Good job on the humidor. Did you consider putting the weather stripping on the door instead of the cabinet? I can't really tell from the pics if that would have solved the problem of getting in the way of the drawers or not.


----------



## Yukoner (Sep 22, 2016)

bozoo said:


> Now that is an awesome job!


TY sir.



n0s4atu said:


> Nice job and that looks like great bang for the buck. Good looking humidor and with the lessons you learned on the smaller one you sealed I bet this one will really hold humidity well.


Thanks, and yes, the lessons learned from the smaller cabinet definitely helped with this a lot.



Jc5611 said:


> This is why you're my go-to expert :wink2:
> 
> Nice job. Good luck with it. Looks great!

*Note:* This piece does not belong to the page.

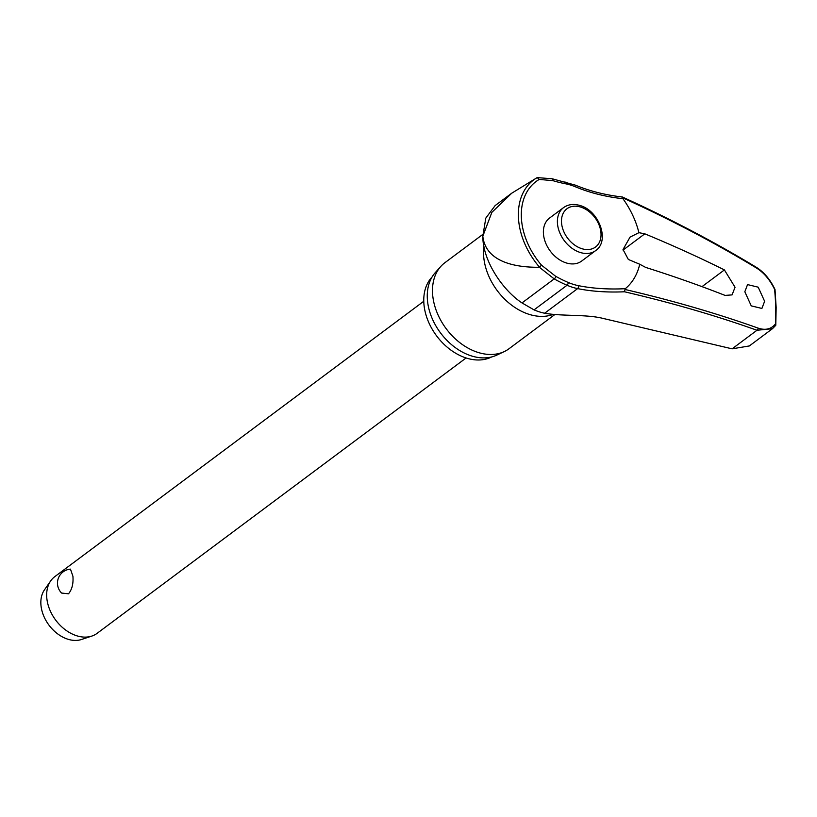 <?xml version="1.0" encoding="UTF-8"?>
<svg xmlns="http://www.w3.org/2000/svg" width="817" height="817" viewBox="0 0 817 817"><rect width="100%" height="100%" fill="white"/><g stroke="black" fill="none" stroke-linecap="round" stroke-linejoin="round"><path stroke-width="1.23" d="M624.464 291.771L625.281 288.697A103.677 45.333 -6.9 0 1 578.211 285.613A1.767 0.96 101.5 0 1 578.426 286.287A1.767 0.96 101.5 0 1 577.629 288.605A105.23 46.007 173.1 0 0 624.464 291.771A1132.628 495.214 -6.9 0 1 756.981 330.262L772.453 328.7L775.782 325.309L775.486 323.879C771.238 329.169 765.427 330.579 758.053 328.097A1134.394 495.99 173.1 0 0 624.954 289.463L625.281 288.697A75.113 53.738 -126.7 0 0 639.731 264.238L628.344 259.459L623.024 249.532L630.03 237.134L638.904 232.671L644.817 233.825A1135.64 582.123 0.9 0 1 724.403 269.916L735.045 287.247L732.073 294.896L725.077 295.407A1135.64 531.744 176.1 0 0 645.696 267.425L639.731 264.238M511.738 193.2L495.143 205.578L485.798 218.119L482.816 236.225L491.844 212.389L511.738 193.2L537.188 177.595L539.24 179.423L552.946 180.659A103.677 44.823 172.7 0 0 565.507 183.774A56.986 40.768 -126.7 0 1 575.628 186.879A103.677 55.924 -175.8 0 0 622.932 198.715L622.554 197.755A1134.394 611.872 4.2 0 1 756.481 268.017C763.905 272.664 769.941 279.771 774.587 289.351A255.547 182.824 -126.7 0 1 775.68 306.814A255.547 182.824 -126.7 0 1 775.486 323.879M621.992 197.234L622.932 198.715A75.113 53.738 -126.7 0 1 638.904 232.671M552.946 180.659A1.767 1.154 -72.9 0 0 552.997 179.811A1.767 1.154 -72.9 0 0 552.312 178.8L537.188 177.595A66.902 47.856 53.3 0 0 518.376 216.158A66.902 47.856 53.3 0 0 539.537 267.2L539.363 267.251C516.538 267.588 485.717 262.523 482.816 236.225C482.704 261.256 503.231 290.627 522.002 302.923L534.042 309.878A59.61 42.647 53.3 0 0 536.401 310.828A59.61 42.647 53.3 0 0 544.633 313.228C562.29 316.404 586.146 314.167 602.977 318.395L732.093 348.839L756.981 330.262A1.767 1.195 -70.4 0 0 758.053 328.097M756.481 268.017A1.767 1.021 121.2 0 0 756.134 267.179C763.956 272.081 770.247 279.526 775.016 289.504L776.15 307.386L775.793 325.289L772.453 328.7L749.342 345.948L732.093 348.839M491.671 356.937A50.225 35.928 -126.7 0 1 448.043 347.879A50.225 35.928 -126.7 0 1 423.778 301.371A50.225 35.928 -126.7 0 1 432.04 277.034M554.814 314.565L509.022 348.736A53.656 38.379 -126.7 0 1 504.263 351.586A53.656 38.379 -126.7 0 1 457.98 341.179A53.656 38.379 -126.7 0 1 432.499 291.863A53.656 38.379 -126.7 0 1 440.751 266.485A53.656 38.379 -126.7 0 1 444.846 262.737L482.796 234.418M440.751 266.485L435.267 272.633A51.992 37.194 53.3 0 0 427.271 297.225A51.992 37.194 53.3 0 0 451.964 345.009A51.992 37.194 53.3 0 0 496.818 355.099L504.263 351.586M744.828 291.761L747.545 284.592L758.196 287.175L764.62 301.279L761.904 308.448L751.252 305.875L744.828 291.761M595.654 250.605L581.653 261.062A26.828 19.189 -126.7 0 1 557.602 258.438A26.828 19.189 -126.7 0 1 543.387 232.62A26.828 19.189 -126.7 0 1 549.555 218.057L563.567 207.61A26.828 19.189 53.3 0 0 557.398 222.173A26.828 19.189 53.3 0 0 580.223 252.473A26.828 19.189 53.3 0 0 595.654 250.605C610.248 240.944 598.963 210.469 579.947 205.496C573.677 203.617 568.223 204.321 563.567 207.61M423.778 301.269L54.81 576.628A35.376 25.307 53.3 0 0 50.685 580.907A35.376 25.307 53.3 0 0 46.671 595.838A35.376 25.307 53.3 0 0 62.296 627.333A35.376 25.307 53.3 0 0 91.851 636.065A35.376 25.307 53.3 0 0 97.121 633.328L466.098 357.969M70.466 569.132L72.917 576.251C73.499 583.655 72.029 589.506 68.505 593.806L61.602 593.06A14.032 14.032 0 0 1 70.466 569.132M50.685 580.907L44.465 589.843A31.843 22.774 53.3 0 0 40.85 603.283A31.843 22.774 53.3 0 0 54.913 631.633A31.843 22.774 53.3 0 0 81.506 639.486L91.851 636.065M539.537 267.2L541.487 265.157A64.186 45.915 -126.7 0 1 521.317 216.342A64.186 45.915 -126.7 0 1 539.24 179.423M578.211 285.613A56.986 40.768 -126.7 0 1 568.091 282.406A103.677 56.332 4.8 0 1 555.448 276.146L541.487 265.157M539.363 267.251L554.202 278.893A105.23 57.18 -175.2 0 0 567.039 285.256A59.61 42.647 53.3 0 0 577.629 288.605L544.633 313.228M555.448 276.146A1.767 0.96 119.7 0 1 555.54 276.779A1.767 0.96 119.7 0 1 554.202 278.893L522.002 302.923M568.091 282.406A1.767 0.776 113.2 0 1 568.152 283.029A1.767 0.776 113.2 0 1 567.039 285.256L534.042 309.878M575.628 186.879A1.767 0.786 -67.2 0 0 575.801 186.072A1.767 0.786 -67.2 0 0 575.495 185.183L552.312 178.8A1.767 1.154 -72.9 0 0 552.241 178.79M565.507 183.774A1.767 0.97 -79 0 0 565.538 182.916A1.767 0.97 -79 0 0 564.884 181.915M553.109 314.422A53.656 38.379 -126.7 0 1 507.796 302.045A53.656 38.379 -126.7 0 1 483.541 253.77A53.656 38.379 -126.7 0 1 483.94 246.346M623.044 250.073L644.817 233.825M601.036 234.05A23.877 17.086 53.3 0 0 580.713 207.079A23.877 17.086 53.3 0 0 561.483 221.703A23.877 17.086 53.3 0 0 581.806 248.674A23.877 17.086 53.3 0 0 601.036 234.05M724.403 269.916L701.997 286.644M756.134 267.179C714.589 242.046 670.011 218.66 622.37 196.999C605.295 195.038 589.69 191.096 575.495 185.183M536.401 310.828L537.269 311.144"/></g></svg>

lol, lots of folks on the forum have much more experience (in terms of time) than I do. But I do try to help out with what I've learned as much as possible. I'm waiting with anticipation to see how yours turns out !



scott1256ca said:


> You might be interested in this article on silica gel vs. superabsorbent polymers
> Humidity Beads vs. Superabsorbent Polymers
> The SA polymers swell a lot in size. silica gel doesn't. Also there is a summary that states that silica gel is better at dehumidifying and the SA polymers are better at humidifying. So in the Yukon, I'd think the SA polymer you have is much the better choice.
> 
> Good job on the humidor. Did you consider putting the weather stripping on the door instead of the cabinet? I can't really tell from the pics if that would have solved the problem of getting in the way of the drawers or not.


Interesting ! I did read that these beads aren't meant for absorbing humidity, which is why the CO Magna 2.0 has those plastic flaps to try and "seal" the water tank when the CO isn't actively humidifying.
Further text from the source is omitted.